EXERCISE INSTRUCTIONS:
The data that follows must be transcribed in full and exactly, minus the pictures.

EXCERPTED DATA:
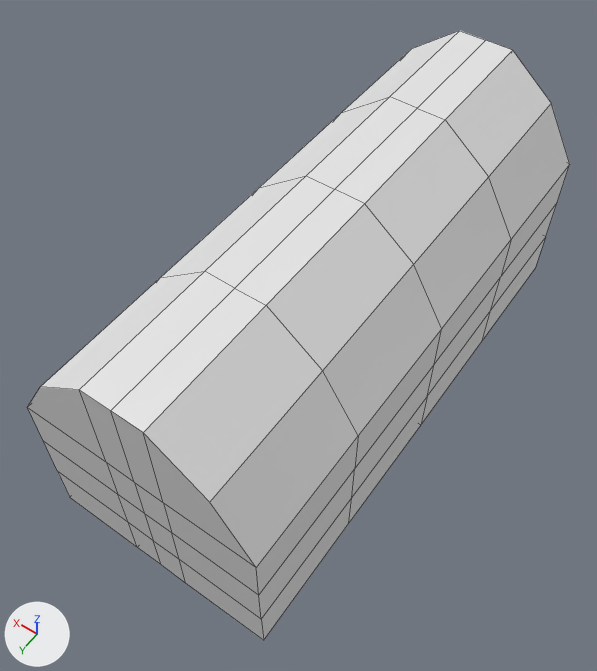
One commit to the Blender file obj_chest_jiwan_01.blend: the scene before it, then after it.
One viewpoint serves both versions: a 50 mm lens placed at (-3.49, 5.54, 9.09), pointed at (0.07, 0.56, 1.25). Every picture has the same lights, and +X, +Y and +Z are marked at lower left. The picture after the commit comes second. Mesh edges are drawn as thin lines.

Before the edit, the objects in view are built like this:
```python
me_cube_001 = bpy.data.meshes.new('Cube.001')
me_cube_001.from_pydata(...)  # 33 vertices, 24 faces; spans x 0.0..1.0, y 0.0..1.0, z -1.0..2.26
ob_cube = bpy.data.objects.new('Cube', me_cube_001)
ob_cube.location = (0.0, 0.0, 0.95)
ob_cube.scale = (1.47, 3.37, 1.0)
_m = ob_cube.modifiers.new('Mirror', 'MIRROR')
_m.use_axis = (True, True, False)
_m.use_clip = True
```
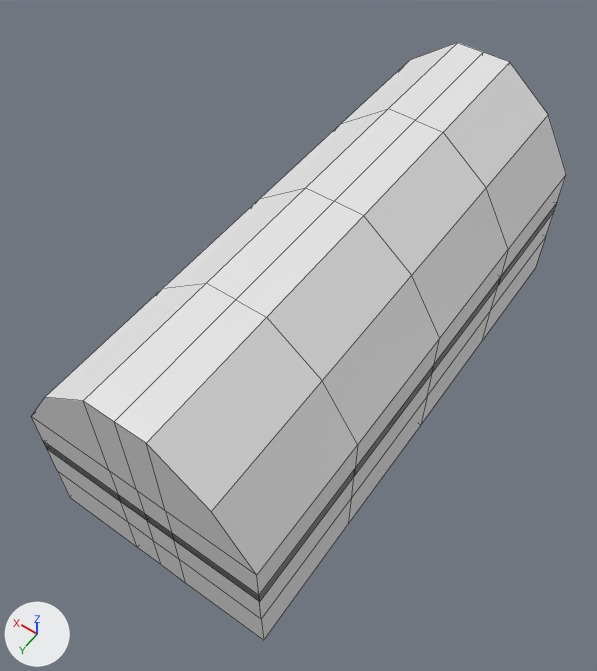
Diff of the bpy script that builds the scene:
```diff
--- a/obj_chest_jiwan_01.blend.py
+++ b/obj_chest_jiwan_01.blend.py
@@ me_cube_001 @@
 # used by ob_cube; location = (0.0, 0.0, 0.95); scale = (1.47, 3.37, 1.0)
-me_cube_001.from_pydata(...)  # 33 vertices, 24 faces; spans x 0.0..1.0, y 0.0..1.0, z -1.0..2.26
+me_cube_001.from_pydata(...)  # 38 vertices, 24 faces; spans x 0.0..1.47, y 0.0..3.37, z -1.0..2.09
+# me_cube_001 part 1: a new loose piece of 19 vertices spanning x 0.0..1.47, y 0.0..3.37, z 0.16..2.09
+# me_cube_001 part 2
+# 32 vertices are removed from x 0.0..1.0, y 0.0..1.0, z -1.0..2.26
+# 24 faces are deleted
+# 13 vertices are added at x 0.0..1.47, y 0.0..3.37, z -1.0..0.33
+# 5 new vertices lie (1.1, 0.0, 0.0) away from vertices in x 0.37, y 0.0..3.37, z -1.0..0.33
+# 12 new faces join them
@@ ob_cube @@
 ob_cube.location = (0.0, 0.0, 0.95)
-ob_cube.scale = (1.47, 3.37, 1.0)
 _m = ob_cube.modifiers.new('Mirror', 'MIRROR')
@@ ob_cube @@
 _m = ob_cube.modifiers.new('Mirror', 'MIRROR')
 _m.use_clip = True
+_m = ob_cube.modifiers.new('Solidify', 'SOLIDIFY')
+_m.thickness = 0.08
+_m.use_even_offset = True
```

Pixel boxes (x1, y1, x2, y2) of what changed, in the pictures (597 x 671 px):
'Cube', reshaped, modifiers changed, rescaled
    before: (27, 31, 570, 641)
    after: (32, 43, 566, 641)
part 1 of me_cube_001, added
    after: (32, 43, 566, 599)
part 2 of me_cube_001, cut back
    before: (27, 31, 570, 605)
    after: (43, 204, 556, 605)

ANSWER SPACE:
One commit to the Blender file obj_chest_jiwan_01.blend: the scene before it, then after it.
One viewpoint serves both versions: a 50 mm lens placed at (-3.49, 5.54, 9.09), pointed at (0.07, 0.56, 1.25). Every picture has the same lights, and +X, +Y and +Z are marked at lower left. The picture after the commit comes second. Mesh edges are drawn as thin lines.

Before the edit, the objects in view are built like this:
```python
me_cube_001 = bpy.data.meshes.new('Cube.001')
me_cube_001.from_pydata(...)  # 33 vertices, 24 faces; spans x 0.0..1.0, y 0.0..1.0, z -1.0..2.26
ob_cube = bpy.data.objects.new('Cube', me_cube_001)
ob_cube.location = (0.0, 0.0, 0.95)
ob_cube.scale = (1.47, 3.37, 1.0)
_m = ob_cube.modifiers.new('Mirror', 'MIRROR')
_m.use_axis = (True, True, False)
_m.use_clip = True
```
Diff of the bpy script that builds the scene:
```diff
--- a/obj_chest_jiwan_01.blend.py
+++ b/obj_chest_jiwan_01.blend.py
@@ me_cube_001 @@
 # used by ob_cube; location = (0.0, 0.0, 0.95); scale = (1.47, 3.37, 1.0)
-me_cube_001.from_pydata(...)  # 33 vertices, 24 faces; spans x 0.0..1.0, y 0.0..1.0, z -1.0..2.26
+me_cube_001.from_pydata(...)  # 38 vertices, 24 faces; spans x 0.0..1.47, y 0.0..3.37, z -1.0..2.09
+# me_cube_001 part 1: a new loose piece of 19 vertices spanning x 0.0..1.47, y 0.0..3.37, z 0.16..2.09
+# me_cube_001 part 2
+# 32 vertices are removed from x 0.0..1.0, y 0.0..1.0, z -1.0..2.26
+# 24 faces are deleted
+# 13 vertices are added at x 0.0..1.47, y 0.0..3.37, z -1.0..0.33
+# 5 new vertices lie (1.1, 0.0, 0.0) away from vertices in x 0.37, y 0.0..3.37, z -1.0..0.33
+# 12 new faces join them
@@ ob_cube @@
 ob_cube.location = (0.0, 0.0, 0.95)
-ob_cube.scale = (1.47, 3.37, 1.0)
 _m = ob_cube.modifiers.new('Mirror', 'MIRROR')
@@ ob_cube @@
 _m = ob_cube.modifiers.new('Mirror', 'MIRROR')
 _m.use_clip = True
+_m = ob_cube.modifiers.new('Solidify', 'SOLIDIFY')
+_m.thickness = 0.08
+_m.use_even_offset = True
```

Pixel boxes (x1, y1, x2, y2) of what changed, in the pictures (597 x 671 px):
'Cube', reshaped, modifiers changed, rescaled
    before: (27, 31, 570, 641)
    after: (32, 43, 566, 641)
part 1 of me_cube_001, added
    after: (32, 43, 566, 599)
part 2 of me_cube_001, cut back
    before: (27, 31, 570, 605)
    after: (43, 204, 556, 605)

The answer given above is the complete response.